YOUR ASSIGNMENT: Wherever "порядок" shows up in the records below, copy the whole line.

—————

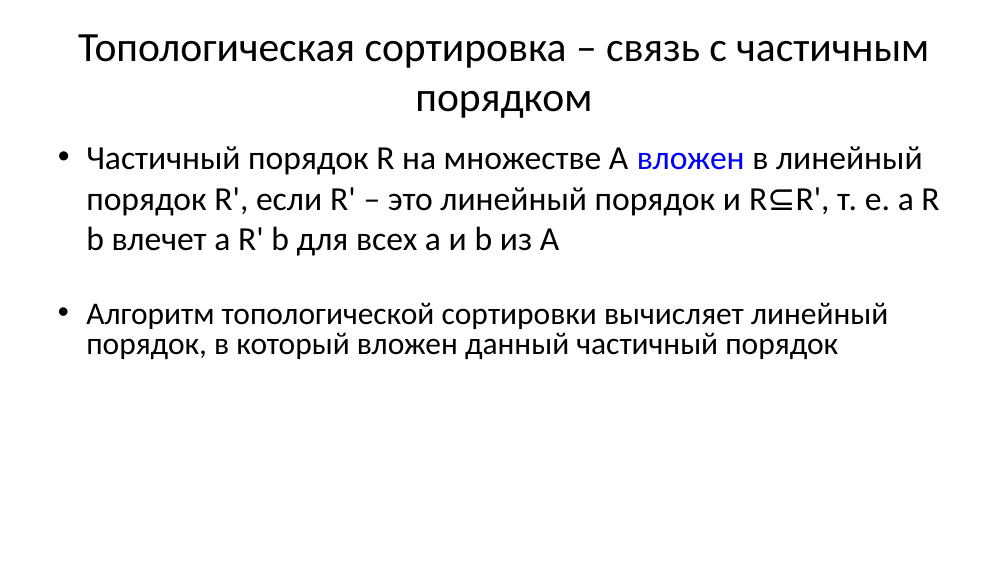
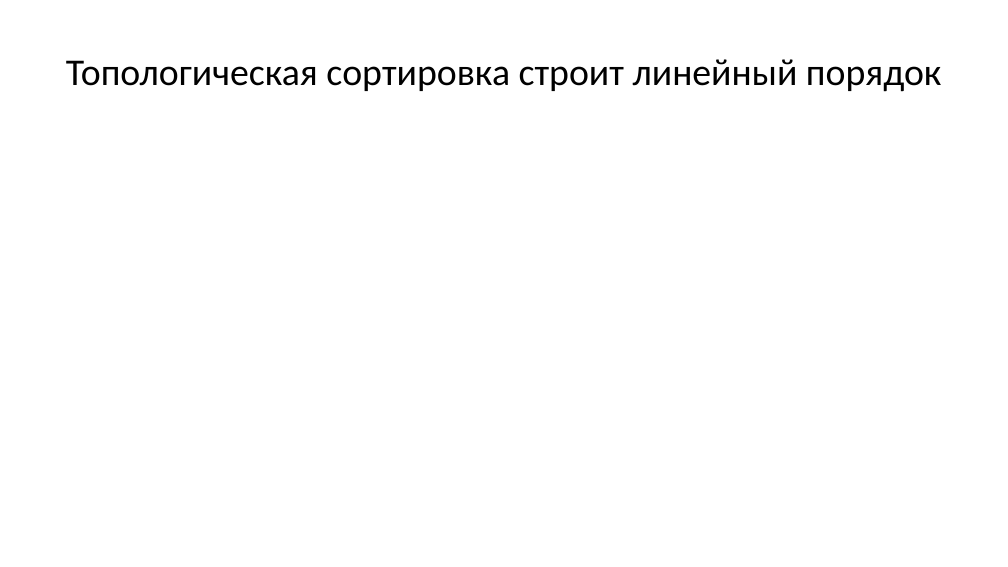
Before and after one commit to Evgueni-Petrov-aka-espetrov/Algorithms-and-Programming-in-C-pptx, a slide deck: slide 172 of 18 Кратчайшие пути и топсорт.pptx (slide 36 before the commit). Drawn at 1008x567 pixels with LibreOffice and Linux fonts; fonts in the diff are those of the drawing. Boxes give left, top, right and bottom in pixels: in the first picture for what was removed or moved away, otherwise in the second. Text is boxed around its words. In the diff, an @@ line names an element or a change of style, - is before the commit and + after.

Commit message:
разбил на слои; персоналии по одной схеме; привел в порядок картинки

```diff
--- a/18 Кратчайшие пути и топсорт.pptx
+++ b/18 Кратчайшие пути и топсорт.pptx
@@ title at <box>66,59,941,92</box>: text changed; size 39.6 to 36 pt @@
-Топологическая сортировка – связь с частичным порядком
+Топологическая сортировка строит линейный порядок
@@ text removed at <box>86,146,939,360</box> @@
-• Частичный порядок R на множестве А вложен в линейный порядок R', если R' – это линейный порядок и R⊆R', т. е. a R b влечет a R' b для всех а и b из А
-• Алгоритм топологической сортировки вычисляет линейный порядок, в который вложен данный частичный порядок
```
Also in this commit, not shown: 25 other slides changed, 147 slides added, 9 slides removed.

—————

RESPONSE BOX:
разбил на слои; персоналии по одной схеме; привел в порядок картинки
+Топологическая сортировка строит линейный порядок
-• Частичный порядок R на множестве А вложен в линейный порядок R', если R' – это линейный порядок и R⊆R', т. е. a R b влечет a R' b для всех а и b из А
-• Алгоритм топологической сортировки вычисляет линейный порядок, в который вложен данный частичный порядок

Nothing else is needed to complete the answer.